High-risk and binge drinking rates among U.S. women have increased significantly over recent years, with 1 in 10 women now drinking at excessive levels linked to alcohol-related health risks, injuries and chronic conditions.  At the same time, up to five percent of U.S. school children are living with the effects of fetal alcohol spectrum disorders (FASDs), a group of permanent — yet preventable—neurodevelopmental impairments and birth defects caused by prenatal alcohol exposure. The patterns of alcohol risk behaviors among women in concert with the alarming prevalence of FASD highlight the critical public health need for a cross-discipline approach to reducing risky alcohol use, preventing alcohol-exposed pregnancy, and reducing the prevalence of FASD.

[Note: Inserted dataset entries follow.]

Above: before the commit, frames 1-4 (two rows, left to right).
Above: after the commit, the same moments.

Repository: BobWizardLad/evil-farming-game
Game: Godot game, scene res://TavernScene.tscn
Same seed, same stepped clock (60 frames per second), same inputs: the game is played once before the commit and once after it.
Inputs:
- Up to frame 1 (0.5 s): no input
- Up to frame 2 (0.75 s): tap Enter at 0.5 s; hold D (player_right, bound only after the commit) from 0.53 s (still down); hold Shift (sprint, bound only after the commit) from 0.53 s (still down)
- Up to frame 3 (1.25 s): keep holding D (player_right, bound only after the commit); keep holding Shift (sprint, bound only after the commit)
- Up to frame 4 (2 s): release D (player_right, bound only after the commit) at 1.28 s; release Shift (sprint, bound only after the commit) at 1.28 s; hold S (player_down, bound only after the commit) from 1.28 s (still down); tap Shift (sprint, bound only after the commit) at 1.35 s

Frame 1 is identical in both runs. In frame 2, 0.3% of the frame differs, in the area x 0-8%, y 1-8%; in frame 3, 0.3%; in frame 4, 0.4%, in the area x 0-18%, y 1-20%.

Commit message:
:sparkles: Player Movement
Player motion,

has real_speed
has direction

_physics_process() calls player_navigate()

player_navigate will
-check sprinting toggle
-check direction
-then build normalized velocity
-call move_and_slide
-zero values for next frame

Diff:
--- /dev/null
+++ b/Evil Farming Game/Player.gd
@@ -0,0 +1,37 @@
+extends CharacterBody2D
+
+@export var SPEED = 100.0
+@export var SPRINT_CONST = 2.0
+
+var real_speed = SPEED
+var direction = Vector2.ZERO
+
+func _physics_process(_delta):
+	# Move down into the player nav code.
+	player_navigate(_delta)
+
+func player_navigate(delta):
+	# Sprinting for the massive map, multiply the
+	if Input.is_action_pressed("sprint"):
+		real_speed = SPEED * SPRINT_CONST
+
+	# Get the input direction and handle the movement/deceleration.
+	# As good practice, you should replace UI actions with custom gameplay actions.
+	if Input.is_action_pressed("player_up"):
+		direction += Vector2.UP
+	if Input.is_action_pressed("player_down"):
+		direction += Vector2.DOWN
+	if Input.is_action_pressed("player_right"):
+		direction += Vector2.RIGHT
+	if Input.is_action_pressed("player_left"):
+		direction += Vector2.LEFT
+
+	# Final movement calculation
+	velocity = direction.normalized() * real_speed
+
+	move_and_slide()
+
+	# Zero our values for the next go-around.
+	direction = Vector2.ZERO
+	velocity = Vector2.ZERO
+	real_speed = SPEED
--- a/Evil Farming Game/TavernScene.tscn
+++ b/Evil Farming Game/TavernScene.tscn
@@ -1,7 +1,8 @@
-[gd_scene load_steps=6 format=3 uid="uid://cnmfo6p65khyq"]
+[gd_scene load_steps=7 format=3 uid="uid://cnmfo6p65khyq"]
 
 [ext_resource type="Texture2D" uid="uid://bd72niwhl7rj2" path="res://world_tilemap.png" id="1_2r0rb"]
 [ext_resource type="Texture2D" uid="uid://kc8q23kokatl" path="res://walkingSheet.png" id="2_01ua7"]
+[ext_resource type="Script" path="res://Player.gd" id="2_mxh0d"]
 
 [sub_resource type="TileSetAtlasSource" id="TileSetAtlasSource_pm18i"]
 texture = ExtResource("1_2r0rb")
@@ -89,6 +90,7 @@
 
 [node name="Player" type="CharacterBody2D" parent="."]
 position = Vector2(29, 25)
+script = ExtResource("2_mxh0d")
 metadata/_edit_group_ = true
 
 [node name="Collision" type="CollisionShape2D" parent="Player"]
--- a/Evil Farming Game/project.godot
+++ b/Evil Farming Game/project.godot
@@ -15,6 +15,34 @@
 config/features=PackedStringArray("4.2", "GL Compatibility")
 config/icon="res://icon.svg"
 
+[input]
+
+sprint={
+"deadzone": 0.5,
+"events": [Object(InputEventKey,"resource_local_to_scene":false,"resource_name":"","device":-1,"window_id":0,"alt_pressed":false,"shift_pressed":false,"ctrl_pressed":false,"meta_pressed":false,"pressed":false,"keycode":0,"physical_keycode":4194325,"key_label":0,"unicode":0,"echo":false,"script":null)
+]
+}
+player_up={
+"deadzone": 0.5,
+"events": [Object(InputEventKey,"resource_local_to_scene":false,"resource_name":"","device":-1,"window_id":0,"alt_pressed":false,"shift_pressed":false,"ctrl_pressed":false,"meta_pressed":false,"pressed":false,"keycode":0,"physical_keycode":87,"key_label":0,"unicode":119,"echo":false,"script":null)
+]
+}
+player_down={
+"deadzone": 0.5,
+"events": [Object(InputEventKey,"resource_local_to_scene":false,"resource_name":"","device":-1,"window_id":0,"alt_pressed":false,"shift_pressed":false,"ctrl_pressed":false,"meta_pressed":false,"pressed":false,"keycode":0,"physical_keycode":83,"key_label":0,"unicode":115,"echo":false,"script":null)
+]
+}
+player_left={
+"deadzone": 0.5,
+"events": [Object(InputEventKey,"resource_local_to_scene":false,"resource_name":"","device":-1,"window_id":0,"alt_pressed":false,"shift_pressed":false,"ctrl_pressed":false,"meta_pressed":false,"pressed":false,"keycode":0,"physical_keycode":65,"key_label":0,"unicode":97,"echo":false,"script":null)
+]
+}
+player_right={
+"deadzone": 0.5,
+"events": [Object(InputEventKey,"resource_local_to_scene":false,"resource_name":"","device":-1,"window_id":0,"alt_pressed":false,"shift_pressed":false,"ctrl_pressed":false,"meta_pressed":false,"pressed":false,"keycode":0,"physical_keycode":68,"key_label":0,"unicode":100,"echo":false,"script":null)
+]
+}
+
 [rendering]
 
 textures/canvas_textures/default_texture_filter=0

As front line members of clinical teams serving women of reproductive age, social workers are positioned to take on a significant role in primary prevention of alcohol-exposed pregnancies. The Steve Hicks School of Social Work’s Health Behavior Research and Training Institute (HBRT) has partnered with the National Association of Social Workers (NASW) to represent social work practice in a new CDC cross-discipline initiative to strengthen primary prevention in health practice. As leader of the social work team, HBRT will work with NASW to develop and implement activities and work-products to inform and educate social workers about risky alcohol use; promote use of alcohol Screening and Brief Intervention (SBI) as a routine part of care; and promote science-based messaging, clinical guidelines, and continuing education resources to support SBI implementation and related clinical skills in social work practice. Critical to these efforts, HBRT will design and oversee completion of an NASW membership survey to assess relevant knowledge, attitudes, practices, and training needs among healthcare social workers. Survey findings will be used to inform design and implementation of subsequent activities and provide essential data for evaluating project outcomes.

HBRT’s nationally recognized expertise in disseminating and implementing alcohol SBI and behavioral interventions to reduce alcohol-exposed pregnancy, together with NASW’s national reach and influence among social work practitioners, create an exceptionally strong partnership to represent the discipline of social work in this new CDC initiative. Under CDC cooperative agreement, the HBRT team and NASW will work in partnership with the American Academy of Family Physicians, American College of Obstetricians and Gynecologists, National Organization on Fetal Alcohol Syndrome, and other leading health organizations to address a significant public health issue that affects women and families across practices and systems of care.